Captain Elliot. R. N.

'F. O., Texas, Vol. 18.

Aberdeen.

This correspondence treats of the project of joint mediation between Mexico and Texas, by England, France, and the United States. Aberdeen declined to join in this, stating England's preference to act alone. The enclosures were:

(1) Smith to Aberdeen, August 19, 1842. (In Garrison, Diplomatic Correspondence of the Republic of Texas, III, 1011, in Am. Hist. Assoc. Report, 1908, II,-but the date there given is "August 15 (?)." In this was enclosed copy of Smith to Guizot, August 15, 1842. (In Idem., III, 1387.)

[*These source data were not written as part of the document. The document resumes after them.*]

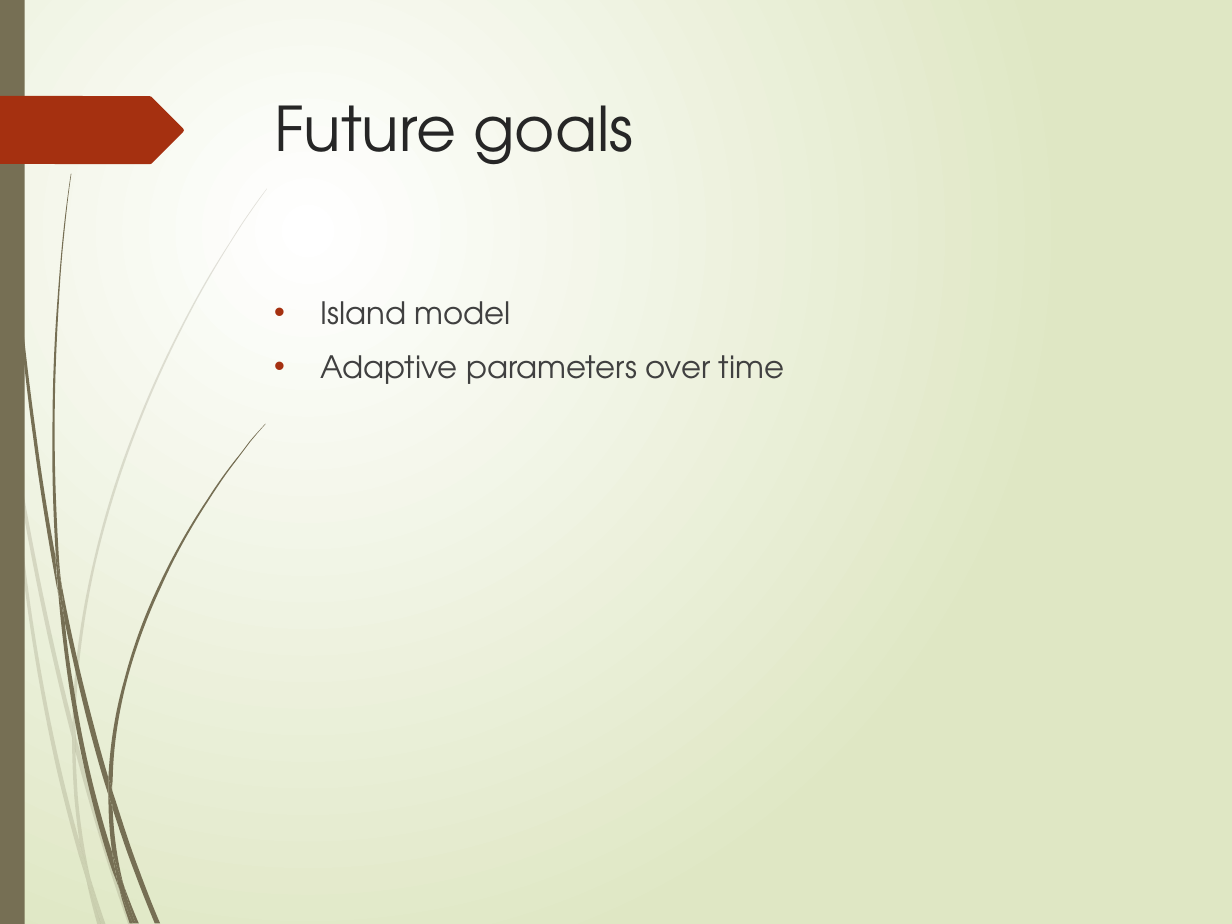
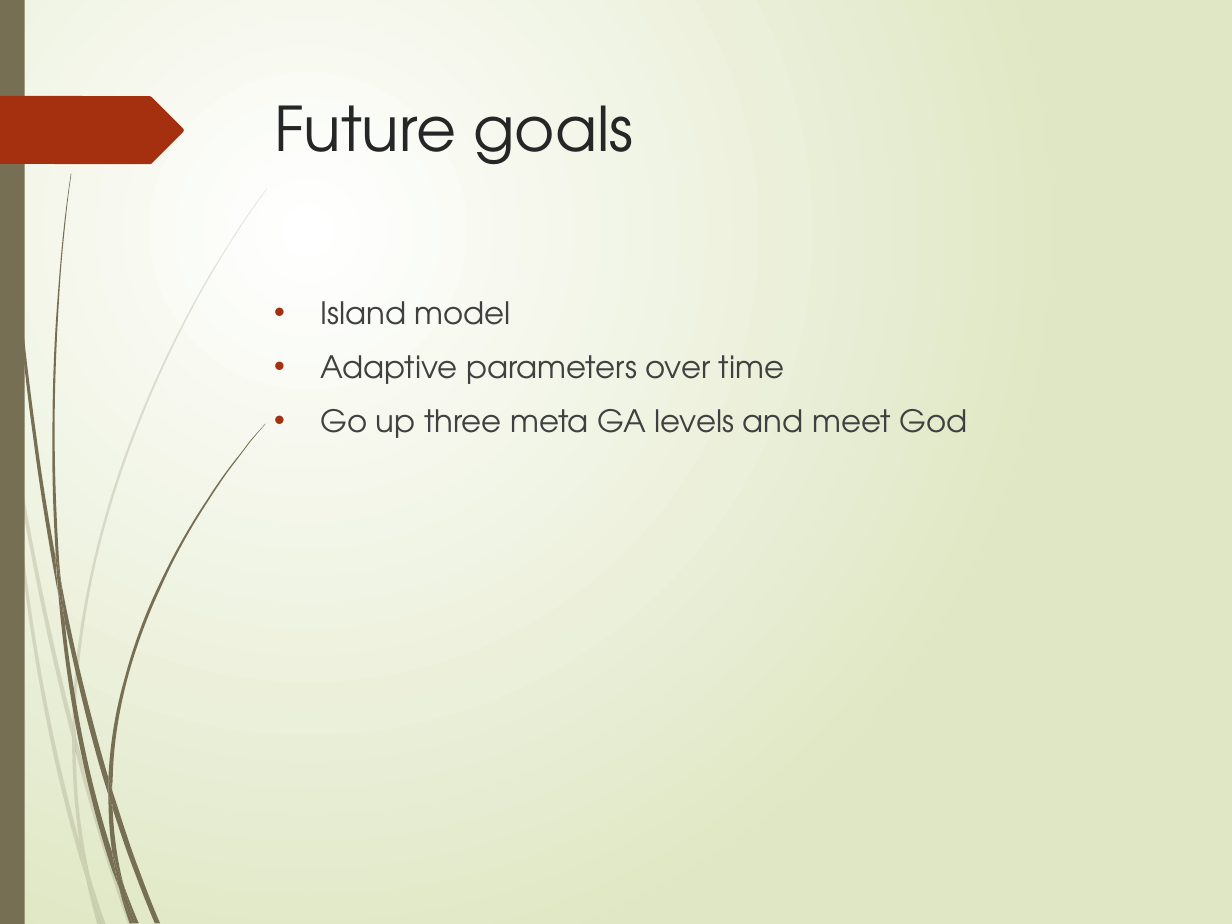
Before and after one commit to toonn/genalg, a slide deck: slide 9 of presentatie1911.pptx. Drawn at 1232x924 pixels with LibreOffice and Linux fonts; fonts in the diff are those of the drawing. Boxes give left, top, right and bottom in pixels: in the first picture for what was removed or moved away, otherwise in the second. Text is boxed around its words. In the diff, an @@ line names an element or a change of style, - is before the commit and + after.

```diff
--- a/presentatie1911.pptx
+++ b/presentatie1911.pptx
@@ text at [320, 409, 967, 438]: paragraph added @@
+• Go up three meta GA levels and meet God
```
Also in this commit, not shown: 4 other slides changed, 5 other files.

(2) Aberdeen to Cowley, No. 147, October 15, 1842. Aberdeen here stated that England, carrying out the plan of her treaties with Texas, had already offered mediation, but had met with no encouragement, and that since Mexico was at the moment angry at an alleged violation of neutrality by the United States, more might probably be accomplished by similar individual action, than by joint action. He enclosed to Cowley correspondence to show that there was little present prospect of Mexican acquiescence in the proposed mediation. These letters were: Aberdeen to Pakenham, No. 21, July 1, 1842; and No. 24, July 15, 1842; Pakenham to Aberdeen, No. 80 (September?), 1842.

(3) Cowley to Aberdeen. No. 349, October 24, 1842. For comment on the proposed tripartite mediation, see Adams, British Interests and Activities in Texas, 117-119.